The Copyright Management Information claim is the legal mechanism that sharpens the personal liability theory. The Wall Street Journal reported that publishers allege Meta stripped CMI from works before training, a step that signals intentionality under 17 U.S.C. § 1202. Stripping CMI doesn’t happen by accident. A federal judge has already found that Meta must answer the CMI claim, which means this theory has cleared an early procedural hurdle.
The personal-defendant structure is the element that distinguishes this filing from most prior AI copyright cases. Anthropic reportedly settled a comparable author-led lawsuit in 2025 for $1.5 billion without admitting wrongdoing, but that settlement named the company, not individual executives. If the Zuckerberg personal liability theory survives a motion to dismiss, it would mark the first time a court found reason to let an AI copyright case proceed against a named CEO.
For compliance teams, the question worth sitting with is this: in your organization, who makes the decision to include a particular dataset in training, and is that decision documented in a way that makes executive authorization visible? The CMI removal allegation suggests intentionality wasn’t just inferred after the fact; it was reportedly built into the acquisition process. That’s a different governance problem than inadvertent infringement.

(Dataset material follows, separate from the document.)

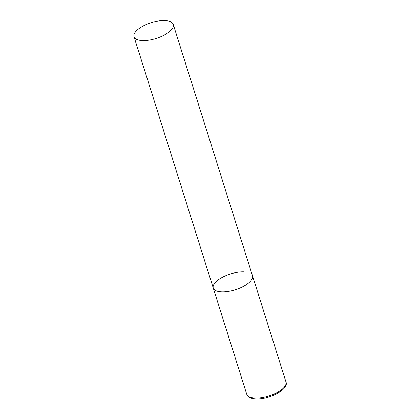<?xml version="1.0" encoding="UTF-8"?>
<svg xmlns="http://www.w3.org/2000/svg" width="420" height="420" viewBox="0 0 420 420"><rect width="100%" height="100%" fill="white"/><g stroke="black" fill="none" stroke-linecap="round" stroke-linejoin="round"><path stroke-width="0.63" d="M173.24 24.402A20.559 8.279 -17.5 0 0 158.088 21.037A20.559 8.279 -17.5 0 0 137.109 30.156A20.559 8.279 -17.5 0 0 134.022 36.771A20.559 8.279 -17.5 0 0 149.179 40.131A20.559 8.279 -17.5 0 0 170.158 31.017A20.559 8.279 -17.5 0 0 173.24 24.402L285.978 381.959A20.559 8.279 162.5 0 1 276.838 392.721A20.559 8.279 162.5 0 1 255.523 398.155A20.559 8.279 162.5 0 1 246.761 394.322L213.255 288.062A20.559 8.279 -17.5 0 0 228.412 291.428A20.559 8.279 -17.5 0 0 249.391 282.308A20.559 8.279 -17.5 0 0 252.472 275.693A20.559 8.279 162.5 0 1 243.332 286.461A20.559 8.279 162.5 0 1 222.017 291.895A20.559 8.279 162.5 0 1 213.255 288.062A20.559 8.279 162.5 0 1 222.395 277.294A20.559 8.279 162.5 0 1 243.71 271.861M246.761 394.322L247.501 395.766L248.903 397.089C250.656 398.276 253.139 398.916 256.347 399C269.714 399.625 289.28 389.051 285.978 381.959M213.255 288.062L134.022 36.771"/></g></svg>

Anthropic’s settlement established a dollar scale for comparable exposure. A personal defendant theory, if it advances, establishes something harder to price: individual executive risk. D&O insurance structures at AI companies weren’t underwritten with that scenario in mind.
The case is in its earliest stages. No verdict, no admission, no finding of liability, these are allegations in a complaint. But the compliance architecture question doesn’t wait for verdicts. It follows the theory.